Subnet Mask Calculation and Address Allocation

For Scenario 2, if the original network is 192.168.10.0/24 and the goal is to create multiple subnets, then subnetting can be done by borrowing bits from the host portion. For eight subnets, the subnet mask becomes 255.255.255.224 (/27). This enables creating 8 subnets with 30 hosts each:

• Subnet 1: 192.168.10.0/27 (hosts: 192.168.10.1 to 192.168.10.30)
• Subnet 2: 192.168.10.32/27 (hosts: 192.168.10.33 to 192.168.10.62)
• Subnet 3: 192.168.10.64/27
• Subnet 4: 192.168.10.96/27
• Other subnets follow similarly up to the eighth.

Addressing for a Growing ISP

In Scenario 3, the aim is to efficiently allocate IP addresses within the Class C network 197.14.88.0 to 16 corporate clients needing 10–14 addresses each. The network must be subnetted to maximize address utilization.

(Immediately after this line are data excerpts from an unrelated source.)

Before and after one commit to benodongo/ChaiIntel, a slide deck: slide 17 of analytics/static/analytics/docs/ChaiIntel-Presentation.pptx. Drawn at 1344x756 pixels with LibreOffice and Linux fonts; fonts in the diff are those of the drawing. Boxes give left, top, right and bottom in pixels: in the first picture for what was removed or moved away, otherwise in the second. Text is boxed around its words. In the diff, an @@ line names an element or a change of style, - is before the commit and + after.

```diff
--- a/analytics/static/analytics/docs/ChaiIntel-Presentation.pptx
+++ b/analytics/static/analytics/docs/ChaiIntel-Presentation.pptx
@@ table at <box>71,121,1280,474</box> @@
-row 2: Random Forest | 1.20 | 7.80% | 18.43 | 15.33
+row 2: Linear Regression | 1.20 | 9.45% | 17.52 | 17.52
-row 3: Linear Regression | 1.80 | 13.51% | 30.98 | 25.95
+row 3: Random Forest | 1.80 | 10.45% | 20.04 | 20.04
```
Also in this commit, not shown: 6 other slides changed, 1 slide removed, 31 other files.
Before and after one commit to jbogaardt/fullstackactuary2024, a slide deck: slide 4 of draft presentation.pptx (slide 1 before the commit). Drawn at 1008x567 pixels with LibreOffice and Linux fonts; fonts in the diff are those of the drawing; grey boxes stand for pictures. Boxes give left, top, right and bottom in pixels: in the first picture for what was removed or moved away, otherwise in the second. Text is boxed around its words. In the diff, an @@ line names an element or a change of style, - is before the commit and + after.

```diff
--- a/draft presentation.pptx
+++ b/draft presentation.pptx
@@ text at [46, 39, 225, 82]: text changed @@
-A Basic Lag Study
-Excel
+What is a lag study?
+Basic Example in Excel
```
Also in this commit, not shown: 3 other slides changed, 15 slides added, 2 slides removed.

Using a subnet mask of 255.255.255.240 (/28), each subnet allows for 14 usable hosts, matching the client requirements. The first four subnets would be:

1. 197.14.88.0/28 (Hosts: 197.14.88.1 to 197.14.88.14)
2. 197.14.88.16/28
3. 197.14.88.32/28
4. 197.14.88.48/28

This approach ensures the effective use of IP space while meeting client needs.

Conclusion

Designing and analyzing computer networks require a comprehensive understanding of topology, device roles, subnetting, and address management. The scenarios examined demonstrate practical applications, emphasizing the importance of choosing appropriate configurations to optimize performance, security, and scalability. These principles form the foundation for creating resilient networks tailored to organizational demands and future growth.

References

• Cisco Systems. (2020). Cisco Networking Essentials. Cisco Press.
• Kurose, J., & Ross, K. (2017). Computer Networking: A Top-Down Approach. Pearson.
• Tanenbaum, A. S., & Wetherall, D. J. (2011). Computer Networks. Pearson.
• Forouzan, B. (2017). Data Communications and Networking. McGraw-Hill Education.
• Oppenheimer, P. (2011). Top-Down Network Design. Cisco Press.
• Stallings, W. (2016). Data and Computer Communications. Pearson.
• Peterson, L. L., & Davie, B. S. (2018). Computer Networks: A Systems Approach. Morgan Kaufmann.
• Bryant, R. E., & O’Hara, R. (2015). Practical Networking. Oxford University Press.
• Hagen, J., & Miller, S. (2019). Network Security Essentials. CRC Press.
• Levine, J., & Sielken, S. (2022). Network Fundamentals: CCNA Exam Preparation. Wiley.